Selama kehidupan janin hanya sekitar 10% curah jantung
dialirkan menuju paru melalui arteri pulmonalis. Dengan ekspansi paru dan
penurunan resistensi vaskular paru, hampir semua curah jantung dikirim menuju
paru. Darah yang berisi oksigen menuju kejantung dari paru meningkatkan tekanan
di dalam atrium kiri. Pada saat yang hampir bersamaan, tekanan di atrium kanan
berkurang karena darah berhenti mengalir melewati tali pusat. Akibatnya,
terjadi penutupan fungsional foramen ovale. Selama beberapa hari pertama kehidupan,
penutupan ini bersifat reversibel, pembukaan dapat kembali terjadi bila
resistensi vaskular paru tinggi, misalnya saat menangis, yang menyebabkan
serangan sianotik sementara pada bayi. Septum biasanya menyatu pada tahun
pertama kehidupan dengan membentuk septum intra atrial, meskipun pada sebagian
individu penutupan anatomi yang sempurna tidak pernah terjadi.
4. Adaptasi
suhu
Bayi memasuki suasana yang jauh lebih dingin pada saat
pelahiran, dengan suhu kamar bersalin 21°C yang sangat berbeda
dengan suhu dalam kandungan, yaitu 37,7°C. Ini menyebabkan
pendinginan cepat pada bayi saat cairan amnion menguap dari kulit. Setiap mili
liter penguapan tersebut memindahkan 560 kalori panas. Perbandingan antara area
permukaan dan masa tubuh bayi yang luas menyebabkan kehilangan panas, khususnya
dari kepala, yang menyusun 25% masa tubuh. Lapisan lemak subkutan tipis dan
memberikan insulasi tubuh yang buruk, yang berakibat cepatnya perpindahan panas
inti ke kullit, kemudian lingkungan, dan juga mempengaruhi pendinginan darah.

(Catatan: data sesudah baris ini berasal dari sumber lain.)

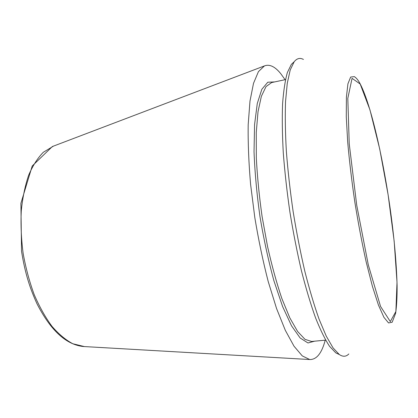 <?xml version="1.0" encoding="UTF-8"?>
<svg xmlns="http://www.w3.org/2000/svg" width="418" height="418" viewBox="0 0 418 418"><rect width="100%" height="100%" fill="white"/><g stroke="black" fill="none" stroke-linecap="round" stroke-linejoin="round"><path stroke-width="0.63" d="M325.235 340.168C321.75 353.283 316.572 359.736 309.701 359.527L302.256 355.89L294.021 346.203L285.316 330.325L276.559 308.531L268.225 281.58C263.032 261.433 258.564 240.136 254.828 217.689L250.596 184.364C248.726 162.628 247.926 142.684 248.198 124.517L249.985 101.099L253.507 83.339L258.439 71.619L264.442 65.908C269.568 63.964 275.007 66.556 280.776 73.699L285.086 79.692M348.816 353.952C346.141 356.779 342.974 356.972 339.317 354.537L333.068 347.907L326.228 336.077L319.044 319.08C314.164 305.307 309.435 289.402 304.847 271.366C300.453 252.383 296.561 232.523 293.17 211.78C290.155 190.974 287.887 170.863 286.367 151.441C285.306 132.861 285.029 116.267 285.536 101.663L287.265 83.292L290.223 69.952L294.188 61.744C296.947 58.321 300.025 57.559 303.426 59.445M339.045 354.407L335.816 352.881L329.546 346.297C325.052 339.447 320.392 329.964 315.553 317.842C310.705 304.273 306.007 288.613 301.467 270.869C297.12 252.2 293.274 232.669 289.94 212.276C286.978 191.82 284.762 172.038 283.289 152.931C282.275 134.643 282.04 118.299 282.578 103.899C283.54 90.878 285.133 80.428 287.354 72.549L291.346 64.382L293.969 61.953M84.399 346.574L72.826 343.748C65.746 340.001 58.802 334.207 51.994 326.369C45.405 317.408 39.464 306.807 34.182 294.57C29.417 281.591 25.733 267.87 23.142 253.397C21.255 238.814 20.634 224.623 21.271 210.813C22.624 197.547 25.096 185.655 28.68 175.126C32.818 165.601 37.693 157.983 43.315 152.277L53.504 146.101M360.18 84.018L369.982 109.929L379.727 149.054L388.118 194.788L394.164 241.176L397.011 282.275L395.883 311.488L390.302 321.583L380.547 306.425L368.305 264.913L356.716 205.175L349.234 143.865L347.807 98.366L352.071 78.344L360.18 84.018M392.162 322.252L388.541 322.931L383.917 317.319L378.457 305.098L372.433 286.424L366.205 262.055C362.077 243.38 358.294 223.447 354.861 202.27C351.757 181.041 349.359 160.899 347.677 141.843L346.276 116.727L346.402 97.112L347.928 83.809L350.645 77.064L354.302 76.625C356.22 77.769 358.059 79.969 359.83 83.219C370.468 103.042 382.397 155.005 389.801 205.933C394.043 235.909 396.478 262.504 397.1 285.729C397.194 296.21 396.708 305.375 395.658 313.218L392.162 322.252M314.618 341.182L307.967 342.964L300.161 337.995L291.55 325.836L282.61 306.551L273.947 280.88C268.502 261.015 263.857 239.681 260.017 216.89C256.814 193.994 254.818 172.253 254.034 151.671L254.567 124.58L257.279 103.502L261.83 89.311L267.776 82.226L274.663 81.918M325.632 340.127L311.562 341.475L304.978 339.327L297.616 331.474L289.773 317.774L281.842 298.483C276.638 283.064 271.872 265.733 267.546 246.484L262.096 216.566C259.207 196.152 257.284 176.574 256.318 157.826L256.26 132.506L258.016 111.721L261.37 96.297L266.026 86.589L271.658 82.56L285.478 79.608M309.701 359.527L83.177 346.501C66.06 344.599 50.719 330.46 37.155 304.095C30.023 288.624 25.017 273.273 21.527 251.171L20.9 203.315L32.223 165.988L52.36 146.535L264.442 65.908M335.816 352.881L339.317 354.537M291.346 64.382L294.188 61.744"/></g></svg>
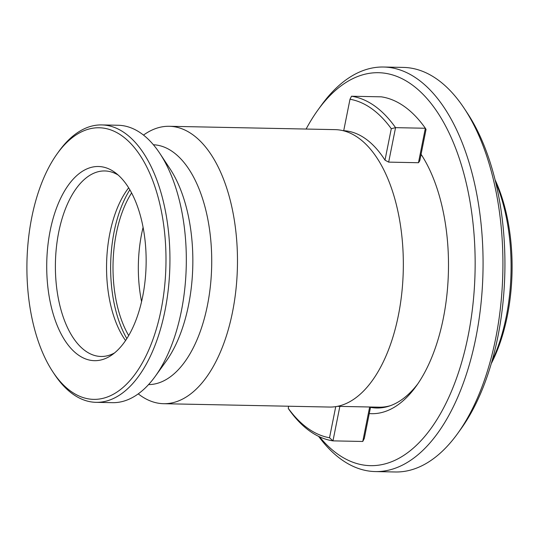 <?xml version="1.0" encoding="UTF-8"?>
<svg xmlns="http://www.w3.org/2000/svg" width="539" height="539" viewBox="0 0 539 539"><rect width="100%" height="100%" fill="white"/><g stroke="black" fill="none" stroke-linecap="round" stroke-linejoin="round"><path stroke-width="0.81" d="M143.084 227.364A92.782 47.466 -88.8 0 0 141.582 301.651M131.59 192.949A92.782 47.466 -88.8 0 0 128.706 335.575M129.852 189.816A97.404 49.831 -88.8 0 0 126.847 338.627M128.653 187.821A92.782 47.466 -88.8 0 0 125.567 340.574M118.156 175.04A92.782 47.466 -88.8 0 0 104.761 170.951A92.782 47.466 -88.8 0 0 56.413 247.239A92.782 47.466 -88.8 0 0 85.452 350.956A92.782 47.466 91.2 0 0 101.015 356.468A92.782 47.466 91.2 0 0 114.558 352.924M114.686 172.258A97.114 49.682 91.2 0 1 115.359 172.749A97.114 49.682 91.2 0 1 146.109 264.582A97.114 49.682 91.2 0 1 111.674 355.1A97.114 49.682 91.2 0 1 78.189 354.905A97.114 49.682 91.2 0 1 50.194 230.584A97.114 49.682 91.2 0 1 114.686 172.258M121.962 135.835A135.848 69.497 -88.8 0 0 57.269 153.628A135.848 69.497 -88.8 0 0 52.856 371.856A135.848 69.497 -88.8 0 0 70.912 391.321A135.848 69.497 -88.8 0 0 161.121 309.73A135.848 69.497 -88.8 0 0 121.962 135.835M52.856 371.856L54.412 374.214A138.739 70.98 -88.8 0 0 72.853 394.09A138.739 70.98 -88.8 0 0 96.117 402.337A138.739 70.98 -88.8 0 0 168.411 288.264A138.739 70.98 -88.8 0 0 124.987 133.167A138.739 70.98 -88.8 0 0 101.723 124.92A138.739 70.98 -88.8 0 0 58.913 151.338L57.269 153.628M101.723 124.92L118.108 125.257A138.739 70.98 -88.8 0 1 141.373 133.497A138.739 70.98 91.2 0 1 159.813 153.379A138.739 70.98 91.2 0 1 155.313 376.249A138.739 70.98 91.2 0 1 112.503 402.667L96.117 402.337M159.813 153.379L169.926 168.68A119.948 61.365 91.2 0 1 166.032 361.373L155.313 376.249M153.393 144.762A119.948 61.365 -88.8 0 1 172.851 151.877A119.948 61.365 91.2 0 1 210.466 285.333A119.948 61.365 91.2 0 1 148.548 384.597M138.267 393.868A138.739 70.98 -88.8 0 0 140.383 395.458A138.739 70.98 91.2 0 0 163.654 403.704A138.739 70.98 91.2 0 0 235.947 289.625A138.739 70.98 91.2 0 0 192.524 134.534A138.739 70.98 -88.8 0 0 169.259 126.288A138.739 70.98 -88.8 0 0 143.495 135.094M169.259 126.288L335.117 129.636A138.739 70.98 -88.8 0 1 358.381 137.883A138.739 70.98 91.2 0 1 401.804 292.98A138.739 70.98 91.2 0 1 329.511 407.053L163.654 403.704M337.448 406.345L379.186 407.188A137.869 70.535 91.2 0 0 390.613 405.611M388.666 162.124L395.559 127.649A172.844 88.43 -88.8 0 0 351.516 96.232L381.309 96.831A172.844 88.43 91.2 0 1 425.352 128.255L426.046 129.4L419.76 160.858L418.466 162.724L388.666 162.124L384.994 160.157L391.28 128.7A169.953 86.947 -88.8 0 0 349.993 99.243L343.707 130.701A137.869 70.535 91.2 0 1 365.664 138.853A137.869 70.535 91.2 0 1 384.994 160.157M288.648 406.224L288.237 408.292A169.953 86.947 -88.8 0 0 329.524 437.756L335.743 406.642M351.516 96.232L349.993 99.243M370.569 407.012L364.29 438.456L362.767 441.468L332.974 440.868L329.524 437.756M339.86 406.393L332.974 440.868A172.844 88.43 -88.8 0 1 288.931 409.445L288.237 408.292M369.653 406.992L362.767 441.468M391.28 128.7L395.559 127.649L425.352 128.255L418.466 162.724M491.319 363.508A132.958 68.022 -88.8 0 0 495.031 179.689M491.992 361.157A135.848 69.497 -88.8 0 0 495.611 182.061M318.616 436.361A202.32 103.508 -88.8 0 0 341.47 459.551A202.32 103.508 -88.8 0 0 375.4 471.578L395.262 471.982A202.32 103.508 -88.8 0 0 457.692 433.457L460.986 428.882A196.54 100.557 -88.8 0 0 467.367 113.143L464.254 108.433A202.32 103.508 -88.8 0 0 437.365 79.449A202.32 103.508 -88.8 0 0 403.435 67.422L383.573 67.018A202.32 103.508 -88.8 0 0 321.15 105.543L317.848 110.118A196.54 100.557 -88.8 0 0 306.112 129.05M370.502 407.349A138.739 70.98 -88.8 0 0 376.687 408.01A138.739 70.98 -88.8 0 0 417.84 383.815M422.435 156.431A138.739 70.98 -88.8 0 0 421.033 154.477M369.262 413.568A144.519 73.937 -88.8 0 0 416.189 386.167A144.519 73.937 -88.8 0 0 421.067 154.289M319.492 436.772A196.54 100.557 -88.8 0 0 337.589 454.02A196.54 100.557 -88.8 0 0 468.108 335.972A196.54 100.557 -88.8 0 0 411.452 84.38A196.54 100.557 -88.8 0 0 317.848 110.118M375.4 471.578A202.32 103.508 -88.8 0 0 480.835 305.222A202.32 103.508 -88.8 0 0 417.503 79.044A202.32 103.508 -88.8 0 0 383.573 67.018M457.692 433.457A202.32 103.508 -88.8 0 0 464.254 108.433M343.02 130.667L343.714 130.681"/></g></svg>

Selain kehilangan panas melalui penguapan, kehilangan panas melalui konduksi
saat bayi terpajan dengan permukaan dingin, dan melalui konveksi yang
disebabkan oleh aliran udara dingin pada permukaan tubuh.
B.
Perlindungan
Termal (Termoregulasi)
Perlindungan termal dapat dilakukan dengan pencegahan
kehilangan panas. Mekanisme pengaturan temperatur tubuh pada bayi baru lahir,
belum berfungsi sempurna. Oleh karena itu jika tidak dilakukan upaya pencegahan
kehilangna panas tubuh maka bayi baru lahir dapat mengalami hipotermia. Bayi
dengan hipotermia, sangat beresiko tinggi untuk mengalami kesakitan berat atau
bahkan kematian. Hipotermia mudah terjadi pada bayi yang tubuhnya dalam keadaan
basah atau tidak segera dikeringkan dan diselimuti walaupun berada di dalam
ruangan yang relatif hangat.
1. Mekanisme
kehilangan panas BBL ke lingkungannya
a. Evaporasi
(Penguapan)
Kehilangan panas bisa terjadi karena
penguapan cairan ketuban bayi setelah lahir, tubuh bayi tidak segera
dikeringkan, atau bayi yang terlalu cepat dimandikan dan tubuhnya tidak segera
dikeringkan / diselimuti
b. Konduksi
(Kontak langsung)
Antara tubuh bayi dengan permukaan
yang dingin. Meja, tempat tidur, timbangan.
c. Konveksi
(terpapar udara sekitar lebih dingin)
Kipas angin, hembusan udara melalui
ventilasi / pendingin ruangan.
d. Radiasi
(suhu ruangan bayi lebih rendah dari suhu bayi).
2. Mencegah
terjadinya kehilangan panas
a. Keringkan
bayi dengan seksama
b. Selimuti
bayi dengan atau kain bersih dan hangat
c. Selimuti
bagian kepala bayi
d. Anjurkan
ibu untuk memeluk dan menyusui bayinya
e. Jangan
segera menimbang / memandikan BBL
f.
Tempatkan bayi di lingkungan yang hangat
3. Pentingnya
menjaga kehangatan bayi, karena:
a. Penurunan
suhu yang cepat pada BBL disebabkan oleh ketidakmampuan bayi untuk menghasilkan
panas yang cukup untuk mengimbangi kehilangan panas pada proses kelahiran.
b. Setiap
bayi yang lahir memiliki sistem pengendalian suhu yang belum matang. Dan pada BBL
dengan BB < 2500 gram serta pada bayi yang premature tidak terdapat lemak
yang cukup untuk menghasilkan panas tubuh.